• Death of the “Indigenous”: Views from the North East of India

    Toko Anu

    November 14, 2019

    A timely organised panel discussion, at the 7th edition of the North East Festival in New Delhi last week, talked about the status of indigenous languages of the North East of India, an intensely debated topic in contemporary times. Titled “Extinction of Indigenous Language and Cultural Change: Views from North East India” and conducted at the Indira Gandhi National Centre for the Arts (IGNCA) lawns, the panel included academicians Dr. Usham Rojio, Dr. Prachee Dewri and Dr. Lianboi Vaiphei.

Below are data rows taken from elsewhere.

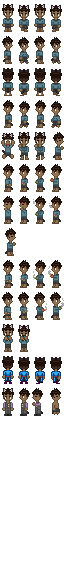
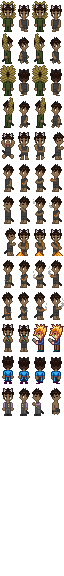
Layer changes from the first (64, 576) image to the second:
removed group "Group 10" (1 layers) over [left=0, top=1, right=64, bottom=414]
painted on "Smoke" over [left=2, top=209, right=64, bottom=414]
added group "Spirit's Eve" with 4 layers in group "All" over [left=0, top=1, right=64, bottom=414]
showed "Sunflower", moved it into group "Spirit's Eve", painted on it over [left=0, top=1, right=64, bottom=414]
hid group "Shirts" (5 layers) over [left=0, top=1, right=64, bottom=414]
painted on "Winter" over [left=0, top=1, right=64, bottom=352]
painted on "Black Tank" over [left=0, top=1, right=64, bottom=414]
"Black Shorts": opacity 98% → 100%, painted on it over [left=0, top=1, right=64, bottom=352]
moved "Tail" into group "Sprites", painted on it over [left=0, top=1, right=64, bottom=414]
painted on "7-Walk L" over [left=0, top=1, right=62, bottom=128]
painted on "20-Smoke [Hold Blunt1]" over [left=0, top=65, right=62, bottom=190]
painted on "26-Smoke [Exhale1]" over [left=3, top=97, right=63, bottom=286]
added layer "Broom" in group "Row 8-Kissing" over [left=16, top=146, right=63, bottom=256]
added layer "20-Sweep1" in group "Row 8-Kissing" over [left=0, top=1, right=64, bottom=414]
added layer "21-Sweep2" in group "Row 8-Kissing" over [left=0, top=1, right=64, bottom=414]
added layer "22-Sweep3" in group "Row 8-Kissing" over [left=0, top=1, right=64, bottom=414]
painted on "28-Smoke [Raise0]" over [left=4, top=179, right=63, bottom=286]
showed "Sam.png", moved it into group "Row 11-EatEdible", painted on it over [left=2, top=307, right=64, bottom=414]
painted on "47-Walk L" over [left=2, top=307, right=64, bottom=414]
painted on "Wedding Outfit" over [left=2, top=307, right=64, bottom=414]
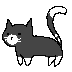
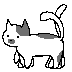
Layer changes from the first (72, 72) image to the second:
removed layer "圖層 1" over [2, 6, 67, 67]
added layer "Cat2" (1st of 3) above "Cat2" over [2, 11, 64, 69]
added layer "Cat2" (2nd of 3) above "Cat2" over [2, 11, 64, 69]
added layer "Cat2" (3rd of 3) over [2, 4, 67, 69]
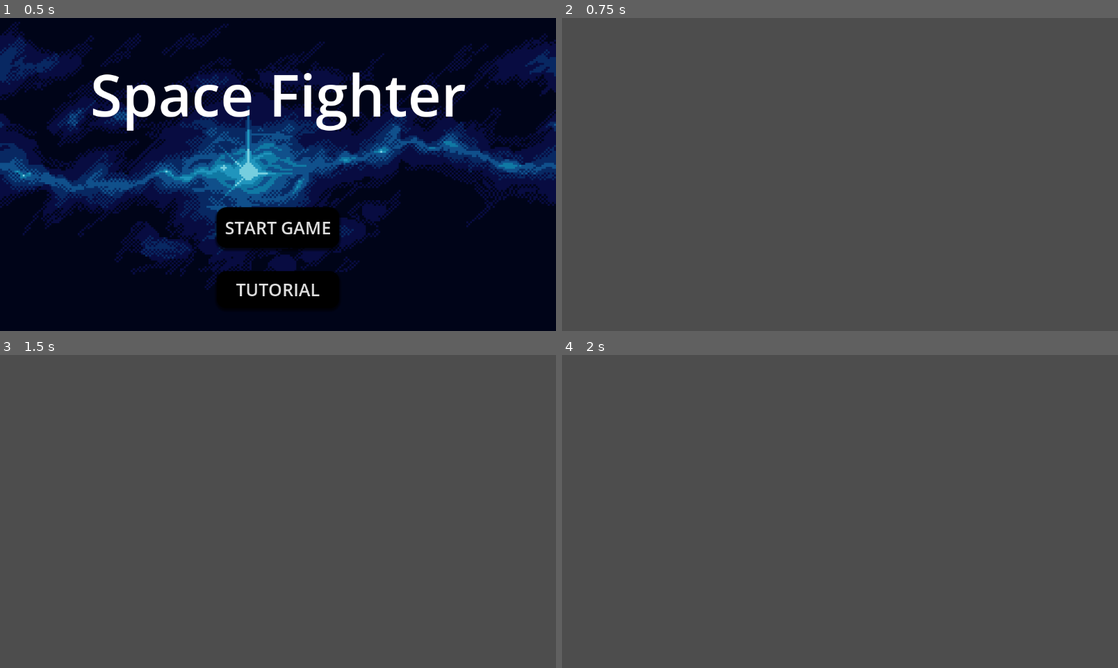
Above: before the commit, frames 1-4 (two rows, left to right).
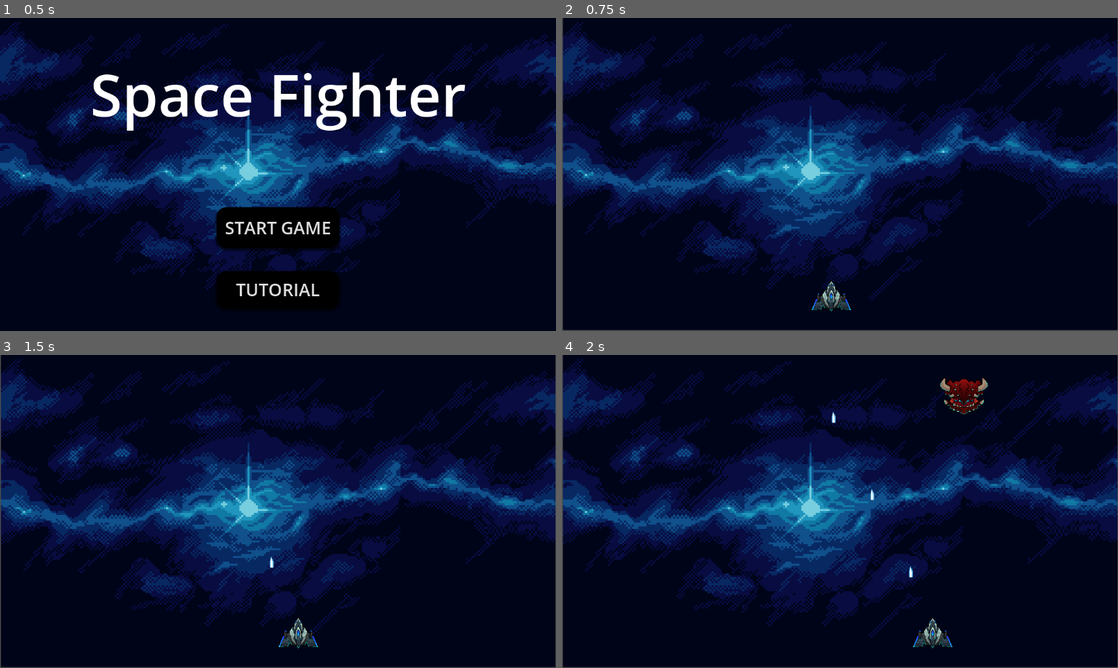
Above: after the commit, the same moments.

Repository: carlogia7/space-fighters-godot
Game: Godot game, scene res://menu.tscn
Same seed, same stepped clock (60 frames per second), same inputs: the game is played once before the commit and once after it.
Inputs (mouse positions are in pixels of both pictures, inside the frame that each line leads up to):
- Up to frame 1 (0.5 s): no input
- Up to frame 2 (0.75 s): click "START GAME" at 0.5 s
- Up to frame 3 (1.5 s): tap Enter at 1.25 s; move the mouse to (400, 495) at 1.27 s; press the mouse at (400, 495) at 1.28 s; hold D (move_right, bound only after the commit) from 1.28 s (still down)
- Up to frame 4 (2 s): keep holding D (move_right, bound only after the commit)

Frame 1 is identical in both runs. In frame 2, 99% of the frame differs, in the area x 0-100%, y 0-100%; in frame 3, 99%; in frame 4, 99%.

Commit message:
funcionalidades do player e inimigo desenvolvidas

Diff:
--- a/project.godot
+++ b/project.godot
@@ -19,6 +19,50 @@
 
 window/stretch/mode="viewport"
 
+[input]
+
+quit={
+"deadzone": 0.2,
+"events": [Object(InputEventKey,"resource_local_to_scene":false,"resource_name":"","device":-1,"window_id":0,"alt_pressed":false,"shift_pressed":false,"ctrl_pressed":false,"meta_pressed":false,"pressed":false,"keycode":0,"physical_keycode":4194305,"key_label":0,"unicode":0,"location":0,"echo":false,"script":null)
+]
+}
+reset={
+"deadzone": 0.2,
+"events": [Object(InputEventKey,"resource_local_to_scene":false,"resource_name":"","device":-1,"window_id":0,"alt_pressed":false,"shift_pressed":false,"ctrl_pressed":false,"meta_pressed":false,"pressed":false,"keycode":0,"physical_keycode":4194332,"key_label":0,"unicode":0,"location":0,"echo":false,"script":null)
+]
+}
+move_right={
+"deadzone": 0.2,
+"events": [Object(InputEventKey,"resource_local_to_scene":false,"resource_name":"","device":-1,"window_id":0,"alt_pressed":false,"shift_pressed":false,"ctrl_pressed":false,"meta_pressed":false,"pressed":false,"keycode":0,"physical_keycode":68,"key_label":0,"unicode":100,"location":0,"echo":false,"script":null)
+]
+}
+move_left={
+"deadzone": 0.2,
+"events": [Object(InputEventKey,"resource_local_to_scene":false,"resource_name":"","device":-1,"window_id":0,"alt_pressed":false,"shift_pressed":false,"ctrl_pressed":false,"meta_pressed":false,"pressed":false,"keycode":0,"physical_keycode":65,"key_label":0,"unicode":97,"location":0,"echo":false,"script":null)
+]
+}
+move_up={
+"deadzone": 0.2,
+"events": [Object(InputEventKey,"resource_local_to_scene":false,"resource_name":"","device":-1,"window_id":0,"alt_pressed":false,"shift_pressed":false,"ctrl_pressed":false,"meta_pressed":false,"pressed":false,"keycode":0,"physical_keycode":87,"key_label":0,"unicode":119,"location":0,"echo":false,"script":null)
+]
+}
+move_down={
+"deadzone": 0.2,
+"events": [Object(InputEventKey,"resource_local_to_scene":false,"resource_name":"","device":-1,"window_id":0,"alt_pressed":false,"shift_pressed":false,"ctrl_pressed":false,"meta_pressed":false,"pressed":false,"keycode":0,"physical_keycode":83,"key_label":0,"unicode":115,"location":0,"echo":false,"script":null)
+]
+}
+shoot={
+"deadzone": 0.2,
+"events": [Object(InputEventMouseButton,"resource_local_to_scene":false,"resource_name":"","device":-1,"window_id":0,"alt_pressed":false,"shift_pressed":false,"ctrl_pressed":false,"meta_pressed":false,"button_mask":0,"position":Vector2(0, 0),"global_position":Vector2(0, 0),"factor":1.0,"button_index":1,"canceled":false,"pressed":false,"double_click":false,"script":null)
+]
+}
+
+[layer_names]
+
+2d_physics/layer_1="player"
+2d_physics/layer_2="enemy"
+2d_physics/layer_3="laser"
+
 [rendering]
 
 textures/canvas_textures/default_texture_filter=0
--- a/scenes/Game.tscn
+++ b/scenes/Game.tscn
@@ -1,3 +1,32 @@
-[gd_scene format=3 uid="uid://chsrva7321qet"]
+[gd_scene load_steps=6 format=3 uid="uid://chsrva7321qet"]
+
+[ext_resource type="Script" uid="uid://cxum5fqwm0p6f" path="res://scripts/game.gd" id="1_ibkli"]
+[ext_resource type="PackedScene" uid="uid://jqm5euw4tqqq" path="res://scenes/player.tscn" id="2_qbsmt"]
+[ext_resource type="PackedScene" uid="uid://vlicci5a3xw3" path="res://scenes/diver_enemy.tscn" id="3_78awf"]
+[ext_resource type="PackedScene" uid="uid://dbdiyts3eaoti" path="res://scenes/enemy.tscn" id="4_78awf"]
+[ext_resource type="Texture2D" uid="uid://cco1ayel3shl6" path="res://assets/background/bg-back.png" id="4_s0nni"]
 
 [node name="Game" type="Node2D"]
+script = ExtResource("1_ibkli")
+enemy_scenes = Array[PackedScene]([ExtResource("4_78awf"), ExtResource("3_78awf")])
+
+[node name="ParallaxBackground" type="ParallaxBackground" parent="."]
+
+[node name="Sprite2D" type="Sprite2D" parent="ParallaxBackground"]
+position = Vector2(576.279, 323.209)
+scale = Vector2(4.22589, 4.03489)
+texture = ExtResource("4_s0nni")
+region_enabled = true
+region_rect = Rect2(0, 0, 272, 160)
+
+[node name="EnemySpawnTimer" type="Timer" parent="."]
+autostart = true
+
+[node name="Player" parent="." instance=ExtResource("2_qbsmt")]
+position = Vector2(65, 23)
+
+[node name="LaserContainer" type="Node2D" parent="."]
+
+[node name="EnemyContainer" type="Node2D" parent="."]
+
+[connection signal="timeout" from="EnemySpawnTimer" to="." method="_on_enemy_spawn_timer_timeout"]
--- /dev/null
+++ b/scenes/diver_enemy.tscn
@@ -0,0 +1,14 @@
+[gd_scene load_steps=3 format=3 uid="uid://vlicci5a3xw3"]
+
+[ext_resource type="PackedScene" uid="uid://dbdiyts3eaoti" path="res://scenes/enemy.tscn" id="1_x15ja"]
+[ext_resource type="Texture2D" uid="uid://cg6monuhxju75" path="res://assets/Small/Enemy_Follow.png" id="2_5ovsw"]
+
+[node name="DiverEnemy" instance=ExtResource("1_x15ja")]
+speed = 300.0
+
+[node name="Sprite2D" parent="." index="0"]
+scale = Vector2(0.8, 0.661)
+texture = ExtResource("2_5ovsw")
+
+[node name="CollisionShape2D" parent="." index="1"]
+position = Vector2(0, 51)
--- /dev/null
+++ b/scenes/enemy.tscn
@@ -0,0 +1,28 @@
+[gd_scene load_steps=4 format=3 uid="uid://dbdiyts3eaoti"]
+
+[ext_resource type="Texture2D" uid="uid://cjnn8mdltgu1t" path="res://assets/Small/Enemy_4_C_Small.png" id="1_7p1mj"]
+[ext_resource type="Script" uid="uid://dcuxnajuiwjlf" path="res://scripts/enemy.gd" id="1_md0e3"]
+
+[sub_resource type="CircleShape2D" id="CircleShape2D_4ra3w"]
+radius = 48.0416
+
+[node name="Enemy" type="Area2D"]
+collision_layer = 2
+collision_mask = 5
+script = ExtResource("1_md0e3")
+
+[node name="Sprite2D" type="Sprite2D" parent="."]
+position = Vector2(1.19209e-07, 60)
+scale = Vector2(0.8125, 0.671875)
+texture = ExtResource("1_7p1mj")
+
+[node name="CollisionShape2D" type="CollisionShape2D" parent="."]
+position = Vector2(0, 61)
+shape = SubResource("CircleShape2D_4ra3w")
+
+[node name="VisibleOnScreenNotifier2D" type="VisibleOnScreenNotifier2D" parent="."]
+position = Vector2(-1, -20)
+scale = Vector2(1.3, 1.35)
+
+[connection signal="body_entered" from="." to="." method="_on_body_entered"]
+[connection signal="screen_exited" from="VisibleOnScreenNotifier2D" to="." method="_on_visible_on_screen_notifier_2d_screen_exited"]
--- /dev/null
+++ b/scenes/enemy_bullet.tscn
@@ -0,0 +1,14 @@
+[gd_scene load_steps=2 format=3 uid="uid://dt486j7gls7p1"]
+
+[ext_resource type="Script" uid="uid://6tvrw6t48lbr" path="res://scripts/enemy_bullet.gd" id="1_d2qol"]
+
+[node name="Enemy_bullet" type="Area2D"]
+script = ExtResource("1_d2qol")
+
+[node name="CollisionShape2D" type="CollisionShape2D" parent="."]
+
+[node name="Sprite2D" type="Sprite2D" parent="."]
+
+[node name="VisibleOnScreenEnabler2D" type="VisibleOnScreenEnabler2D" parent="."]
+
+[connection signal="area_entered" from="." to="." method="_on_area_entered"]
--- /dev/null
+++ b/scenes/laser.tscn
@@ -0,0 +1,30 @@
+[gd_scene load_steps=4 format=3 uid="uid://cwut4dea6aea3"]
+
+[ext_resource type="Script" uid="uid://b2afdnhbuvdal" path="res://scripts/laser.gd" id="1_a7dhc"]
+[ext_resource type="Texture2D" uid="uid://cxx86d6m3u3k7" path="res://assets/shoots/shoot1.png" id="1_xmihv"]
+
+[sub_resource type="CapsuleShape2D" id="CapsuleShape2D_jjj73"]
+radius = 5.0
+height = 26.0
+
+[node name="Laser" type="Area2D"]
+collision_layer = 4
+collision_mask = 2
+script = ExtResource("1_a7dhc")
+
+[node name="Sprite2D" type="Sprite2D" parent="."]
+position = Vector2(-0.167518, -2.95947)
+rotation = 1.5708
+scale = Vector2(1.31152, 1.4281)
+texture = ExtResource("1_xmihv")
+
+[node name="CollisionShape2D" type="CollisionShape2D" parent="."]
+position = Vector2(0, -2)
+shape = SubResource("CapsuleShape2D_jjj73")
+
+[node name="VisibleOnScreenNotifier2D" type="VisibleOnScreenNotifier2D" parent="."]
+position = Vector2(0, 17)
+scale = Vector2(0.65, 0.35)
+
+[connection signal="area_entered" from="." to="." method="_on_area_entered"]
+[connection signal="screen_exited" from="VisibleOnScreenNotifier2D" to="." method="_on_visible_on_screen_notifier_2d_screen_exited"]
--- /dev/null
+++ b/scenes/player.tscn
@@ -0,0 +1,23 @@
+[gd_scene load_steps=3 format=3 uid="uid://jqm5euw4tqqq"]
+
+[ext_resource type="Texture2D" uid="uid://534rgsbxnncm" path="res://assets/Small/Player.png" id="1_3vyb7"]
+[ext_resource type="Script" uid="uid://dyx35mv31u42o" path="res://scripts/player.gd" id="1_g2els"]
+
+[node name="Player" type="CharacterBody2D" groups=["player"]]
+position = Vector2(1, 0)
+collision_mask = 2
+motion_mode = 1
+script = ExtResource("1_g2els")
+
+[node name="Sprite2D" type="Sprite2D" parent="."]
+position = Vector2(493, 553)
+scale = Vector2(0.7, 0.7)
+texture = ExtResource("1_3vyb7")
+
+[node name="CollisionPolygon2D" type="CollisionPolygon2D" parent="."]
+position = Vector2(495, 530)
+polygon = PackedVector2Array(-2, -11, 2, -7, 6, -3, 7, 1, 8, 5, 10, 6, 13, 9, 15, 13, 17, 17, 19, 20, 20, 19, 21, 16, 24, 13, 27, 14, 27, 18, 28, 23, 33, 29, 41, 51, 32, 52, 26, 50, 17, 49, 15, 44, 14, 47, 5, 47, 3, 47, -2, 54, -7, 50, -7, 47, -16, 47, -19, 43, -20, 48, -30, 51, -44, 51, -36, 27, -33, 24, -31, 15, -28, 13, -26, 14, -25, 19, -22, 19, -15, 6, -13, 6, -12, 10, -11, 2, -9, -5)
+metadata/_edit_lock_ = true
+
+[node name="Muzzle" type="Marker2D" parent="."]
+position = Vector2(493, 519)
--- /dev/null
+++ b/scripts/enemy.gd
@@ -0,0 +1,19 @@
+class_name Enemy extends Area2D
+
+@export var speed = 150.0
+
+func _physics_process(delta):
+	global_position.y += speed * delta
+
+func die():
+	queue_free()
+
+
+func _on_body_entered(body):
+	if body is Player:
+		body.die()
+		die()
+
+
+func _on_visible_on_screen_notifier_2d_screen_exited():
+	queue_free()
--- /dev/null
+++ b/scripts/game.gd
@@ -0,0 +1,30 @@
+extends Node2D
+@export var enemy_scenes: Array[PackedScene] = []
+@onready var laser_container = $LaserContainer
+@onready var timer = $EnemySpawnTimer
+@onready var enemy_container = $EnemyContainer
+var player = null
+
+
+func _ready():
+	player = get_tree().get_first_node_in_group("player")
+	player.laser_shot.connect(_on_player_laser_shot)
+
+
+func _process(_delta):
+	if Input.is_action_just_pressed("quit"):
+		get_tree().quit()
+	elif Input.is_action_just_pressed("reset"):
+		get_tree().reload_current_scene()
+
+
+func _on_player_laser_shot(laser_scene, location):
+	var laser = laser_scene.instantiate()
+	laser.global_position = location
+	laser_container.add_child(laser)
+
+
+func _on_enemy_spawn_timer_timeout():
+	var e = enemy_scenes.pick_random().instantiate()
+	e.global_position = Vector2(randf_range(100,1000),-100)
+	enemy_container.add_child(e)
--- /dev/null
+++ b/scripts/laser.gd
@@ -0,0 +1,16 @@
+extends Area2D
+
+@export var speed = 600
+
+func _physics_process(delta):
+	global_position.y += -speed * delta
+
+
+func _on_visible_on_screen_notifier_2d_screen_exited():
+	queue_free()
+
+
+func _on_area_entered(area):
+	if area is Enemy:
+		area.die()
+		queue_free()
--- /dev/null
+++ b/scripts/player.gd
@@ -0,0 +1,32 @@
+class_name Player extends CharacterBody2D
+
+signal laser_shot(laser_scene, location)
+@export var speed = 300
+@export var rate_of_fire :=0.25
+@onready var muzzle = $Muzzle
+
+var laser_scene = preload("res://scenes/laser.tscn")
+
+var shoot_cd := false
+
+func _process(delta):
+	if Input.is_action_pressed("shoot"):
+		if !shoot_cd:
+			shoot_cd = true
+			shoot()
+			await get_tree().create_timer(rate_of_fire).timeout
+			shoot_cd = false
+
+func _physics_process(delta):
+	var direction = Vector2(Input.get_axis("move_left","move_right"),
+	Input.get_axis("move_up","move_down"))
+	velocity = direction * speed
+	move_and_slide()
+	#global_position = global_position.clamp(Vector2.ZERO,get_viewport_rect().size)
+
+
+func shoot():
+	laser_shot.emit(laser_scene, muzzle.global_position)
+
+func die():
+	queue_free()
Binary file added: assets/Small/Boss_1_A_Small.png
Not shown, added: assets/Small/Boss_1_A_Small.png.import
Binary file added: assets/Small/Boss_1_B_Small.png
Not shown, added: assets/Small/Boss_1_B_Small.png.import
Binary file added: assets/Small/Enemy_1_A_Small.png
Not shown, added: assets/Small/Enemy_1_A_Small.png.import
Binary file added: assets/Small/Enemy_1_B_Small.png
Not shown, added: assets/Small/Enemy_1_B_Small.png.import
Binary file added: assets/Small/Enemy_1_D_Small.png
Not shown, added: assets/Small/Enemy_1_D_Small.png.import
Binary file added: assets/Small/Enemy_2_A_Small.png
Not shown, added: assets/Small/Enemy_2_A_Small.png.import
(and 76 more such lines)
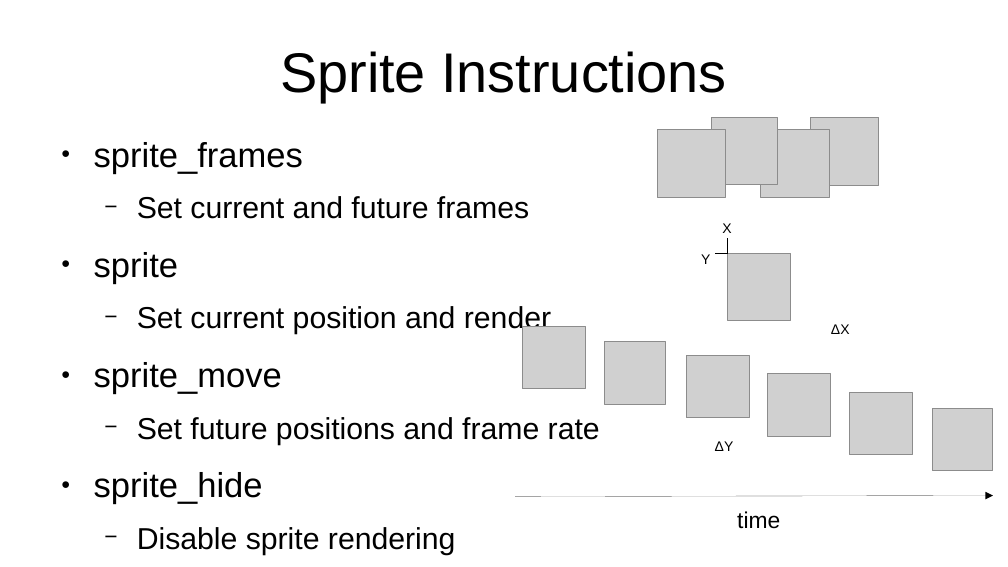
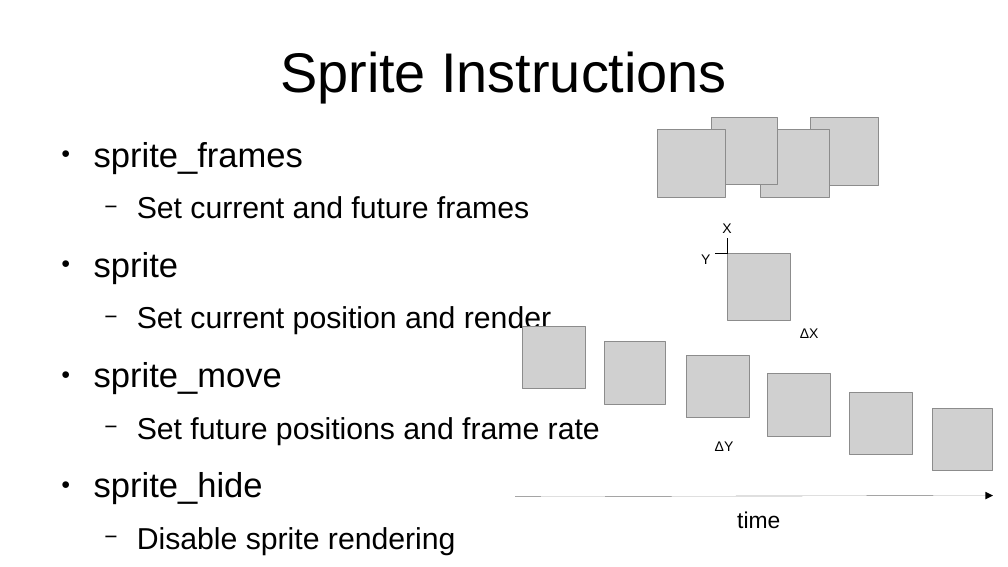
Before and after one commit to SlithyMatt/x16-xci, a slide deck: slide 2 of slides/XCI_sprite_animation.odp. Drawn at 1008x567 pixels with LibreOffice and Linux fonts; fonts in the diff are those of the drawing; grey boxes stand for pictures. Boxes give left, top, right and bottom in pixels: in the first picture for what was removed or moved away, otherwise in the second. Text is boxed around its words. In the diff, an @@ line names an element or a change of style, - is before the commit and + after.

Commit message:
Fixes to slide formatting

```diff
--- a/slides/XCI_sprite_animation.odp
+++ b/slides/XCI_sprite_animation.odp
@@ text "ΔX": place and size @@
-text "ΔX" at bbox=[831, 324, 850, 334]
+text "ΔX" at bbox=[800, 328, 819, 338]
```

    The discussion commenced with moderator Dr. Lianboi Vaiphei, faculty at Indraprastha College, raising questions about the “reasons behind the loss of indigenous languages in the region”. Dr. Usham Rojio, academic counselor at IGNOU, refuted the idea that “when a language dies, a culture dies” and argued that the death of a way of life leads to the disappearance of a certain knowledge system and along with it dies a language, owing to the cultural hegemony of a dominant group. “Cultural hegemony creates binary oppositions such as the distinction between folk and classic, where folk is looked down upon while the ‘classical’ is preserved,” Dr. Rojio added.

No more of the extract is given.